Background: In March 2020, with a precipitous surge of cases within a three-week period, the hospital infrastructure crumbled–COVID-19 impacted New York with unparalleled intensity. The unrelenting volume of patients coupled with the prolonged intensive care unit (ICU) stays of COVID patients led to a rapid expansion from two medical ICUs at our two academic centers to thirteen ICUs at the height of the pandemic in April. The ICU volume quickly became overwhelming for our intensivists to safely handle and thus, a core group of hospitalists volunteered to join the intensivists in managing COVID patients in the ICU setting.

Purpose: The purpose of the hospitalist ICU experience was to train a hospitalist with no critical care experience to become a Hospitalist ICU (HICU) attending for critically ill COVID-19 patients.

Description: A rapid assimilation of information was necessary as there was less than two weeks from proof of concept to a hospitalist entering a COVID ICU. In collaboration with the ICU staff, a virtual crash course was provided on the basics of critical care, ventilator management, and vasopressor titration through the Microsoft Teams platform. In addition, newly created COVID-19 ICU primers detailing ventilator management strategies, COVID-specific medication protocols, and general critical care management strategies were disseminated to the hospitalists.
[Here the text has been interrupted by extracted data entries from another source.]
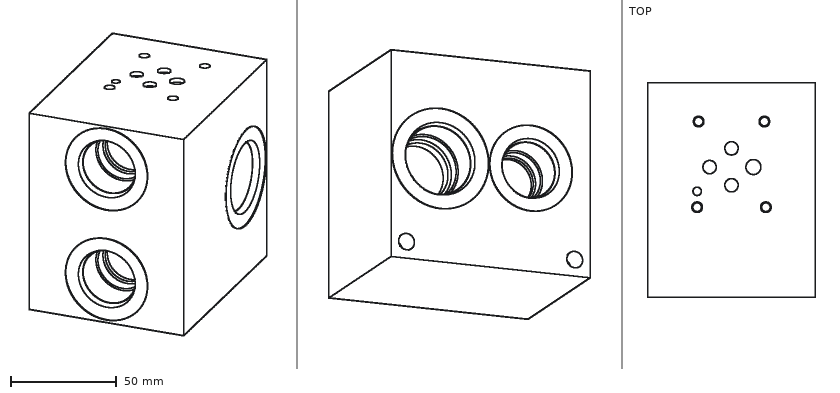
import cadquery as cq
import math

WIDTH = 79.3
LENGTH = 101.6
HEIGHT = 101.6
LEFT = -WIDTH / 2
FRONT = -LENGTH / 2
TOP = HEIGHT / 2

DRILL_HALF_ANGLE = math.radians(59)
SEAL_CONE_HALF_ANGLE = math.radians(15)

SPOTFACE_DEPTH = 0.5
SEAT_END_DEPTH = 3.8
THREAD_DEPTH = 19.3
TAP_DRILL_DEPTH = 25.4
SMALL_PORT = {"spotface": 42.1, "seat": 27.4, "thread": 27.0, "tap_drill": 24.9, "drill": 23.0}
LARGE_PORT = {"spotface": 49.2, "seat": 33.7, "thread": 33.3, "tap_drill": 31.3, "drill": 28.5}

WORK_PORT_Z = 28.4
PRESSURE_Y = -20.6
TANK_Y = 25.5
TANK_OPENING = 4.2
SMALL_PORT_DRILL_DEPTH = 28.4

VALVE_SIDE_X = 10.4
VALVE_SIDE_Y = 10.9
VALVE_MID_Y = [19.7, 2.2]
VALVE_HOLE = 6.3
VALVE_TANK_HOLE = 7.1
VALVE_HOLE_DEPTH = 2.0
BOLT_BACK_X = 15.5
BOLT_BACK_Y = 32.4
BOLT_FRONT_X = 16.3
BOLT_FRONT_Y = -8.1
BOLT_THREAD = 5.0
BOLT_DRILL = 4.2
BOLT_THREAD_DEPTH = 12.2
BOLT_DRILL_DEPTH = 15.2
PIN_HOLE = 4.0
PIN_Y = -0.6
PIN_DEPTH = 7.1

MOUNT_Y = 42.9
MOUNT_Z = -42.7
MOUNT_THREAD = 8.0
MOUNT_DRILL = 6.7
MOUNT_THREAD_DEPTH = 15.2
MOUNT_DRILL_DEPTH = 19.3


def cone_height(large_radius, small_radius=0.0):
    """Length of a drill-point cone between two radii."""
    return (large_radius - small_radius) / math.tan(DRILL_HALF_ANGLE)


def bore(entry, direction, profile):
    """Solid of revolution that cuts a hole; the profile lists (radius, depth) from the mouth to the tip."""
    axis = cq.Vector(*direction)
    side = cq.Vector(0, 1, 0) if axis.y == 0 else cq.Vector(1, 0, 0)
    plane = cq.Plane(origin=entry, xDir=side, normal=side.cross(axis))
    outline = cq.Workplane(plane).moveTo(0, 0)
    for radius, depth in profile:
        outline = outline.lineTo(radius, depth)
    return outline.close().revolve(axisStart=(0, 0), axisEnd=(0, 1))


def drilled_hole(entry, direction, diameter, depth):
    radius = diameter / 2
    return bore(entry, direction, [(radius, 0), (radius, depth), (0, depth + cone_height(radius))])


def tapped_hole(entry, direction, thread, drill, thread_depth, drill_depth):
    outer = thread / 2
    inner = drill / 2
    return bore(entry, direction, [
        (outer, 0),
        (outer, thread_depth),
        (inner, thread_depth + cone_height(outer, inner)),
        (inner, drill_depth),
        (0, drill_depth + cone_height(inner)),
    ])


def port(entry, direction, size, drill_depth):
    seat = size["seat"] / 2
    thread = size["thread"] / 2
    tap_drill = size["tap_drill"] / 2
    drill = size["drill"] / 2
    mouth = seat + (SEAT_END_DEPTH - SPOTFACE_DEPTH) * math.tan(SEAL_CONE_HALF_ANGLE)
    return bore(entry, direction, [
        (size["spotface"] / 2, 0),
        (size["spotface"] / 2, SPOTFACE_DEPTH),
        (mouth, SPOTFACE_DEPTH),
        (seat, SEAT_END_DEPTH),
        (thread, SEAT_END_DEPTH),
        (thread, THREAD_DEPTH),
        (tap_drill, THREAD_DEPTH),
        (tap_drill, TAP_DRILL_DEPTH),
        (drill, TAP_DRILL_DEPTH + cone_height(tap_drill, drill)),
        (drill, drill_depth),
        (0, drill_depth + cone_height(drill)),
    ])


RIGHTWARD = (1, 0, 0)
LEFTWARD = (-1, 0, 0)
BACKWARD = (0, 1, 0)
DOWNWARD = (0, 0, -1)

cutters = []

for z in (-WORK_PORT_Z, WORK_PORT_Z):
    cutters.append(port((0, FRONT, z), BACKWARD, SMALL_PORT, SMALL_PORT_DRILL_DEPTH))

cutters.append(port((LEFT, PRESSURE_Y, 0), RIGHTWARD, SMALL_PORT, SMALL_PORT_DRILL_DEPTH))

tank_drill_depth = WIDTH / 2 - cone_height(LARGE_PORT["drill"] / 2, TANK_OPENING / 2)
cutters.append(port((LEFT, TANK_Y, 0), RIGHTWARD, LARGE_PORT, tank_drill_depth))
cutters.append(port((-LEFT, TANK_Y, 0), LEFTWARD, LARGE_PORT, tank_drill_depth))

for y in (-MOUNT_Y, MOUNT_Y):
    cutters.append(tapped_hole(
        (LEFT, y, MOUNT_Z), RIGHTWARD, MOUNT_THREAD, MOUNT_DRILL, MOUNT_THREAD_DEPTH, MOUNT_DRILL_DEPTH
    ))

for y in VALVE_MID_Y:
    cutters.append(drilled_hole((0, y, TOP), DOWNWARD, VALVE_HOLE, VALVE_HOLE_DEPTH))
for x, diameter in ((-VALVE_SIDE_X, VALVE_HOLE), (VALVE_SIDE_X, VALVE_TANK_HOLE)):
    cutters.append(drilled_hole((x, VALVE_SIDE_Y, TOP), DOWNWARD, diameter, VALVE_HOLE_DEPTH))

for half_spacing, y in ((BOLT_BACK_X, BOLT_BACK_Y), (BOLT_FRONT_X, BOLT_FRONT_Y)):
    for x in (-half_spacing, half_spacing):
        cutters.append(tapped_hole(
            (x, y, TOP), DOWNWARD, BOLT_THREAD, BOLT_DRILL, BOLT_THREAD_DEPTH, BOLT_DRILL_DEPTH
        ))
cutters.append(drilled_hole((-BOLT_FRONT_X, PIN_Y, TOP), DOWNWARD, PIN_HOLE, PIN_DEPTH))

result = cq.Workplane("XY").box(WIDTH, LENGTH, HEIGHT)
for cutter in cutters:
    result = result.cut(cutter)

Hospitalists also utilized SHM’s critical care for the hospitalist modules and other online resources to supplement the structured virtual course. The ICU structure was designed to have a layered support system. After formal ICU rounds, the hospitalist had separate ventilator rounds with an ICU fellow or attending, during which the ventilator settings for each patient were reviewed and optimized. During these rounds, the hospitalists also discussed other urgent matters relating to patient care. Furthermore, hospitalists had twenty-four hour access to an in-house ICU fellow or attending, the respiratory care team, and an electronic ICU. This structure enabled the ongoing development of the hospitalist’s critical care skills and ensured optimal patient care.

Conclusions: A core group of six hospitalists successfully led two COVID-19 HICU units for 8 weeks until the COVID-19 ICU census decreased enough to dissolve the rotation. With strategic preparation and an interdisciplinary approach, a hospitalist can successfully manage a COVID-19 HICU.